Aan de Voorzitter van de Tweede Kamer der Staten-Generaal

Den Haag, 11 juni 2010

1. Inleiding

Hierbij zend ik u mijn reactie op de nota «Goed bejegenen» van de Raad voor Strafrechtstoepassing en Jeugdbescherming (RSJ)1.

De RSJ is bezorgd over de ontwikkelingen op het terrein van het gevangeniswezen (inclusief voorlopige hechtenis en vreemdelingenbewaring), de tbs en de «justitiële jeugd». De Raad stelt dat de kwaliteit van zorg en aandacht voor de ingeslotenen de laatste jaren achteruit is gegaan.
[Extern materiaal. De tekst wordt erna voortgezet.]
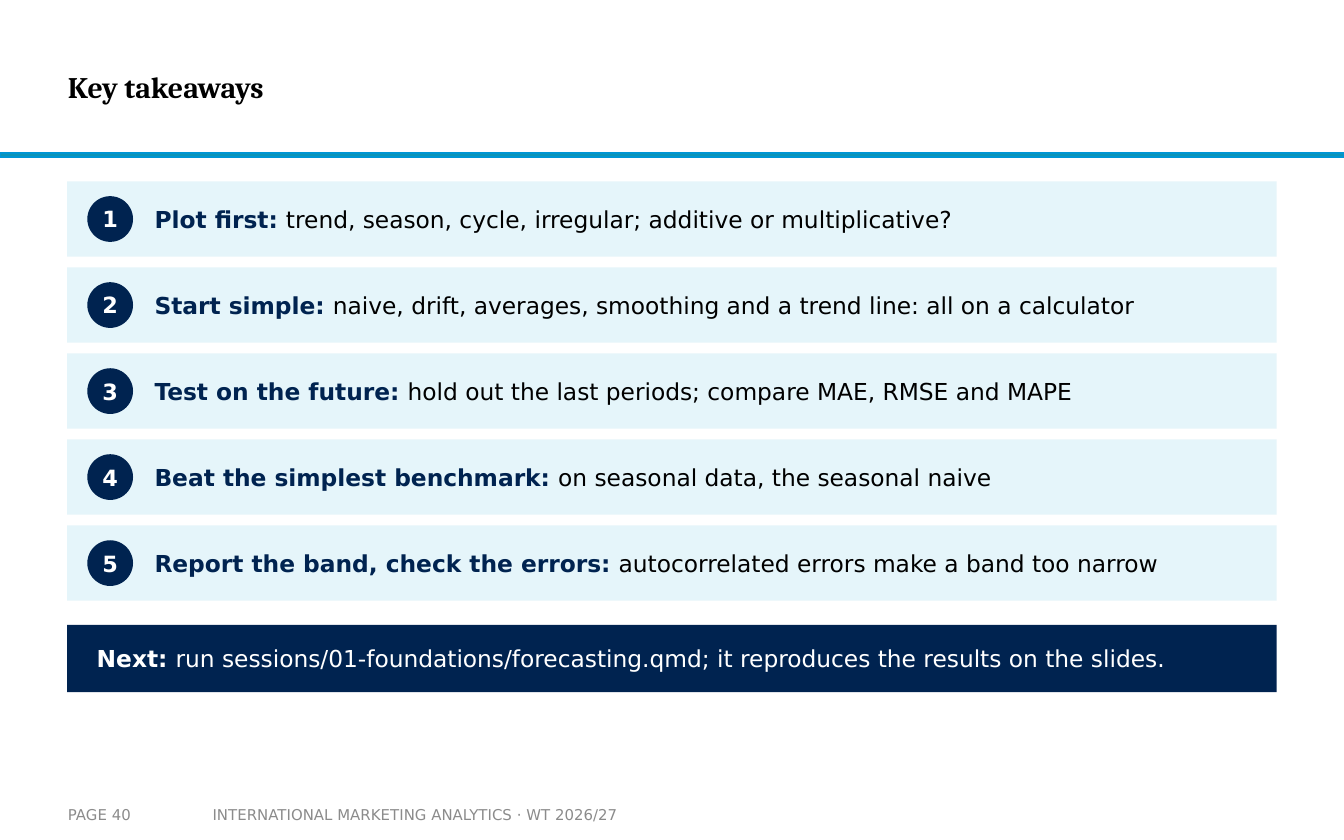
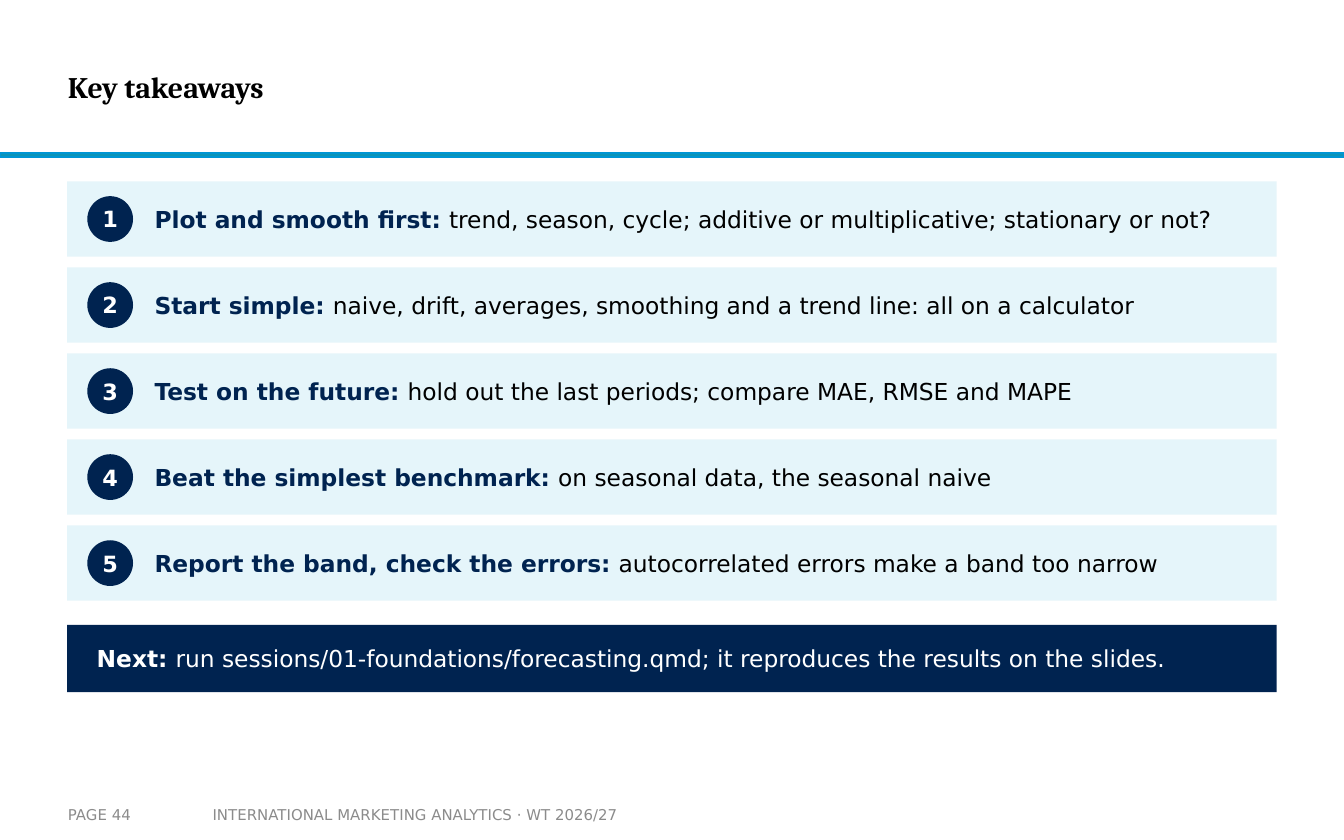
Before and after one commit to arnefloh-wu/international-marketing-analytics-teaching, a slide deck: slide 44 of slides/forecasting-and-time-series_WT26-27.pptx (slide 40 before the commit). Drawn at 1344x840 pixels with LibreOffice and Linux fonts; fonts in the diff are those of the drawing; background and template pictures are left out. Boxes give left, top, right and bottom in pixels: in the first picture for what was removed or moved away, otherwise in the second. Text is boxed around its words. In the diff, an @@ line names an element or a change of style, - is before the commit and + after.

```diff
--- a/slides/forecasting-and-time-series_WT26-27.pptx
+++ b/slides/forecasting-and-time-series_WT26-27.pptx
@@ text at <box>155,210,1211,233</box>: text changed @@
-Plot first: trend, season, cycle, irregular; additive or multiplicative?
+Plot and smooth first: trend, season, cycle; additive or multiplicative; stationary or not?
@@ page number at <box>68,809,131,820</box>: text changed @@
-PAGE 40
+PAGE 44
```
Also in this commit, not shown: 10 other slides changed, 4 slides added, 3 other files.

Volgens de Raad volgen de wijzigingen in de inrichting van de tenuitvoerlegging van vrijheidsbeneming elkaar in hoog tempo op en zijn ze vaak ingegeven door de wens tot bezuiniging. Dit leidt er volgens de RSJ doorgaans toe dat de inspanningen voor ingeslotenen worden teruggedrongen en regimes worden beperkt.2

Wat betreft goede bejegening bij de tenuitvoerlegging van straffen en maatregelen ben ik het met de RSJ eens: die is van groot belang. Het gaat immers om personen die aan de zorg van de overheid zijn toevertrouwd. Dat schept verplichtingen.

Echter de bezorgdheid van de RSJ over de ontwikkelingen op het terrein van het gevangeniswezen, de tbs en jeugd deel ik niet. De afgelopen jaren hebben de toenmalige Staatssecretaris van Justitie en ik juist maatregelen ingevoerd om de zorg en aandacht voor ingeslotenen te verbeteren.

Recentelijk heeft uw Kamer de verantwoordingsbrief over het project Veiligheid begint bij Voorkomen ontvangen. Met dit project is kabinetsbreed een stevige impuls gegeven aan het terugdringen van de criminaliteit in Nederland. Door een persoonsgerichte aanpak wordt de maatschappelijke overlast die criminaliteit veroorzaakt aangepakt, onder meer door het tegengaan van recidive. Door de introductie van de persoonsgerichte aanpak in de afgelopen jaren is de aandacht voor ingeslotenen juist vergroot.

2. Beginselen goed bejegenen

De Raad vat onder het begrip bejegenen: alles wat de inrichting de ingeslotene te bieden heeft. Daarvoor heeft de Raad, naast het grondbeginsel: bejegening moet goed zijn, acht beginselen geformuleerd:

  • 1) fatsoenlijke omgang: kwaliteit van de dagelijkse bejegening

  • 2) perspectief, resocialisatie en nazorg

  • 3) legitieme of wettelijke tenuitvoerlegging

  • 4) een zinvol regime

  • 5) veiligheid in detentie

  • 6) individualisering

  • 7) minimale beperkingen

  • 8) rechtsburgerschap

Voor de goede bejegening van jeugdigen en tbs-gestelden zijn aparte beginselen geformuleerd. De beginselen die de RSJ heeft geformuleerd kunnen als hulpmiddel dienen in de uitvoeringspraktijk, maar zijn tevens bruikbaar bij de beleidsontwikkeling op het terrein van jeugd, tbs of gevangeniswezen.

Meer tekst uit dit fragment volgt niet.